Так, значит, я талантлив? Значит, всё, что я написал за последние год-полтора — не блажь и не глупость, и я стою на верном пути? Значит, «так» — пишут?
Это письмо на долгие годы становится для меня точкой отсчёта, незыблемым символом веры. Страхи мои рассеиваются, как утренний туман, я перестаю сомневаться в своей творческой состоятельности. Если сам Кузнецов пишет: «Вы талантливы, для меня это ясно», чего же более желать? Нужно только работать!
Но взяться за перо всерьёз мне удаётся только через полтора года, после увольнения в запас. «Служба в Советской Армии» производит на меня шоковое впечатление: с таким бардаком, таким циничным унижением человеческого достоинства я не встречусь больше нигде и никогда. Дедовщина, казнокрадство, ежедневный идиотизм армейских буден заставляют меня сжаться в комок — и, сжав зубы, выживать… тут становится уже не до стихов. Из Заполярья в Ярославль я возвращаюсь другим человеком — и стихи у меня начинают рождаться тоже другие. Честно говоря, они мне совсем не нравятся! Правду об армии, ту правду, которую я знаю и которая жжёт меня изнутри, я в своих сочинениях сказать не могу, боюсь… а неправду мне говорить не хочется. Где же выход из этого тупика?
Поработав немного инструктором обкома комсомола, я ухожу в партийную газету, тружусь там корреспондентом отдела сельского хозяйства, получаю первую в своей жизни квартиру. Семья в порядке, дочь подрастает, начальство меня хвалит… но мне, как воздуха, не хватает публичного признания моих литературных способностей, мне хочется печататься. Вечера и ночи я отдаю сочинению стихов, осмысляя в них то, что произошло со мной в минувшие полтора года, вновь переживая в своём сердце и ужасы казарменного быта, и счастливые моменты побед… и «Юрием Кузнецовым» в этих стихах совсем не пахнет. Мне даже немного стыдно посылать их своему кумиру; но кто же другой сможет оценить их по достоинству? ведь я больше никому не верю, ничьему мнению не доверяю! Что с того, что в ярославском отделении Союза писателей СССР мои армейские вирши хвалят? ещё неясно, радоваться мне, или огорчаться этому обстоятельству…
В апреле 1982 года я получаю от Юрия Поликарповича новое письмо:
«Дорогой Евгений!
Что касается, так сказать, стихов общего плана, то Вы пока ещё не вышли из „магнитного“ поля моей системы. Избавляйтесь от Ю. Кузнецова во что бы то ни стало. Не читайте его, т. е. меня, я Вам мешаю.

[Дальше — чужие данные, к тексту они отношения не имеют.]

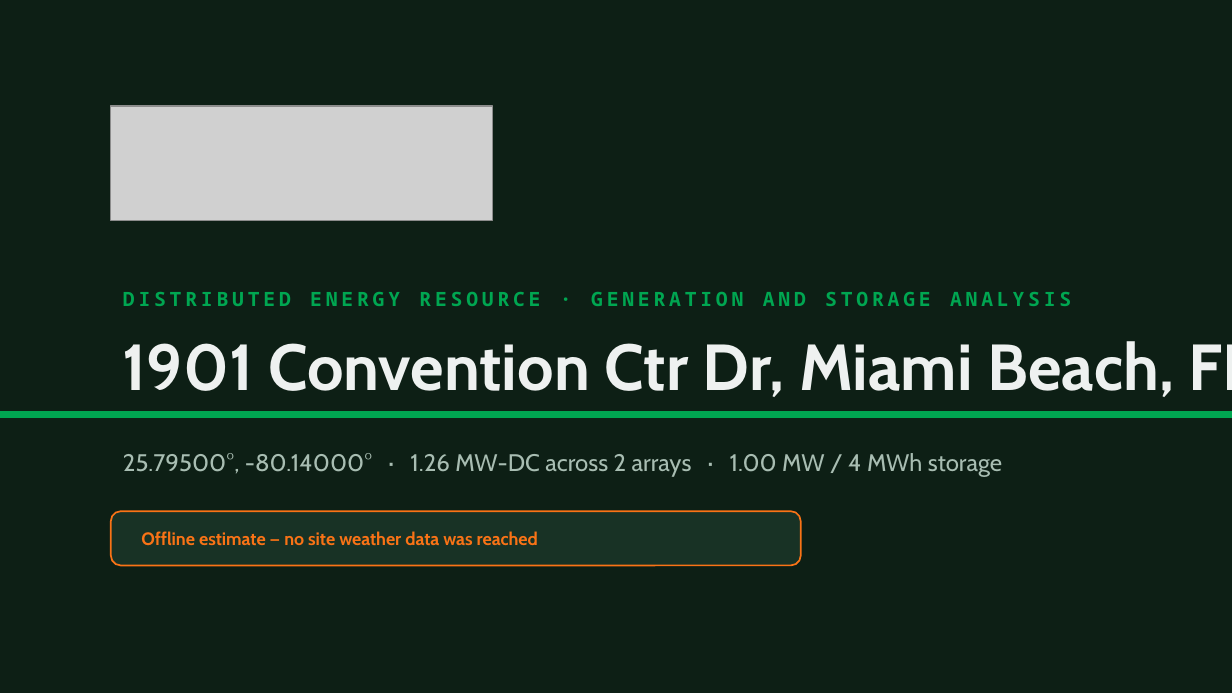
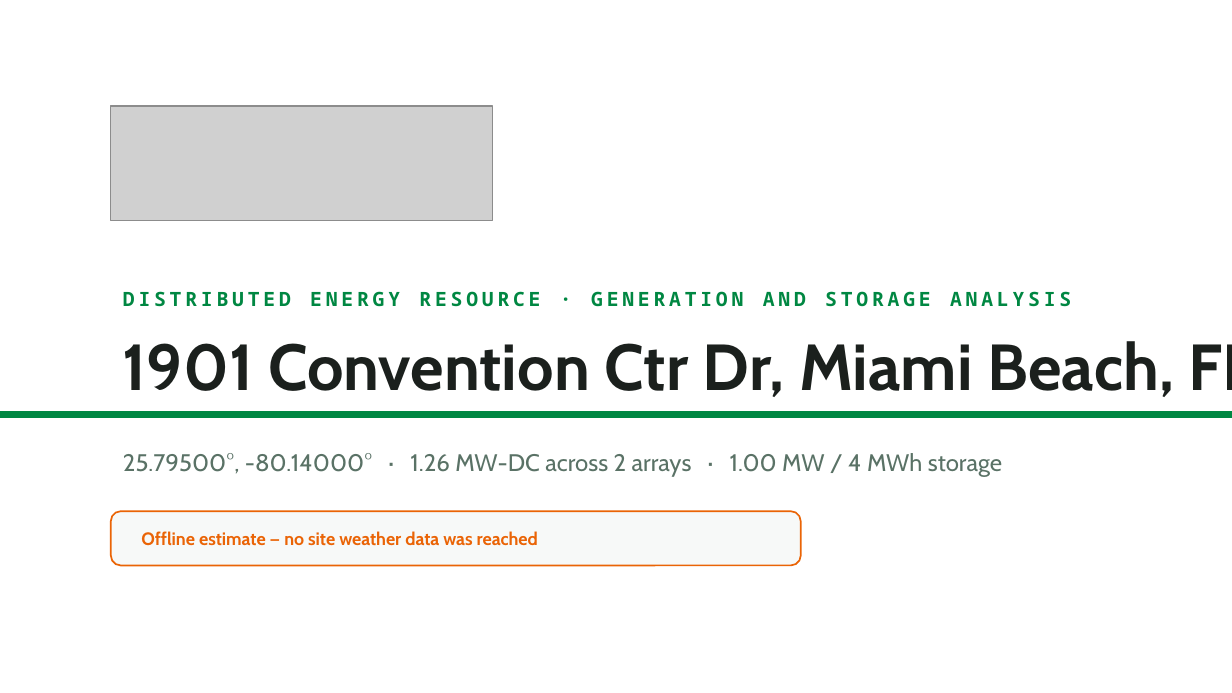
Before and after one commit to clearskyenergy/clearsky-portal, a slide deck: slide 1 of branded-deck.pptx. Drawn at 1232x693 pixels with LibreOffice and Linux fonts; fonts in the diff are those of the drawing; grey boxes stand for pictures. Boxes give left, top, right and bottom in pixels: in the first picture for what was removed or moved away, otherwise in the second. Text is boxed around its words. In the diff, an @@ line names an element or a change of style, - is before the commit and + after.

```diff
--- a/branded-deck.pptx
+++ b/branded-deck.pptx
@@ background #0D1F15 to #FFFFFF @@
@@ text "DISTRIBUTED ENERGY RESOURCE · GENERATION ..." at (x1=123, y1=291, x2=1071, y2=307): text colour #00A651 to #008742 @@
@@ text "1901 Convention Ctr Dr, Miami ..." at (x1=123, y1=341, x2=1232, y2=397): text colour #EEF1F0 to #1B201D @@
@@ rectangle at (x1=0, y1=411, x2=1232, y2=416): fill #00A651 to #008742; outline #00A651 1 pt to #008742 1 pt @@
@@ text "25.79500°, -80.14000° · 1.26 MW-DC ..." at (x1=123, y1=453, x2=1002, y2=477): text colour #A8BDB2 to #5A7266 @@
@@ rounded rectangle at (x1=111, y1=511, x2=801, y2=565): fill #183225 to #F7F9F8; outline #F97316 1 pt to #EA6406 1 pt @@
@@ text "Offline estimate — no site ..." at (x1=141, y1=531, x2=538, y2=546): text colour #F97316 to #EA6406 @@
```
Also in this commit, not shown: 11 other slides changed, 3 other files.

Показывал Ваши стихи литературоведу и критику В. Кожинову. Он отметил „Страж Заполярья“, высказать определённое мнение не мог, только сказал, что Вы ещё не „проявлены“, что Вам необходимо сделать рывок вперёд, чтобы обрести „лица необщее выраженье“. Что ж, я с ним целиком согласен.
Сейчас Ваши стихи переданы в журнал „Наш современник“. Не знаю, что из этого получится, но надо надеяться…
Напишите о себе, присылайте ещё новые стихи.
Желаю удач. И надеюсь.
С приветом!
Р. S.
Это письмо заставляет меня окончательно уверовать в свои силы. Я говорю себе, что раз меня хвалят за армейский цикл «с двух сторон», то ошибки быть не может — вот так, с этой интонацией, таким стихом и следует мне писать, чтобы «проявиться» и стать, наконец-то, подлинным «Чекановым». Имя Кожинова мне уже кое о чём говорит: я читал его «Книгу о русской лирической поэзии XIX века» и осознаю уровень этого учёного, понимаю, насколько высоко он поднимает планку своих требований к литературному произведению. Осенью того же года я покупаю книгу Вадима Валериановича «Статьи о современной литературе» — и буквально проглатываю её; а статью, посвящённую моему кумиру, перечитываю несколько раз. «Чёрт возьми! — говорю я себе, читая о критических баталиях вокруг стихов Кузнецова, — как же мне повезло тогда наткнуться на ту цитату из „Дуба“… значит, у меня и впрямь есть чутьё на талантливый текст? значит, я чувствую русское слово?»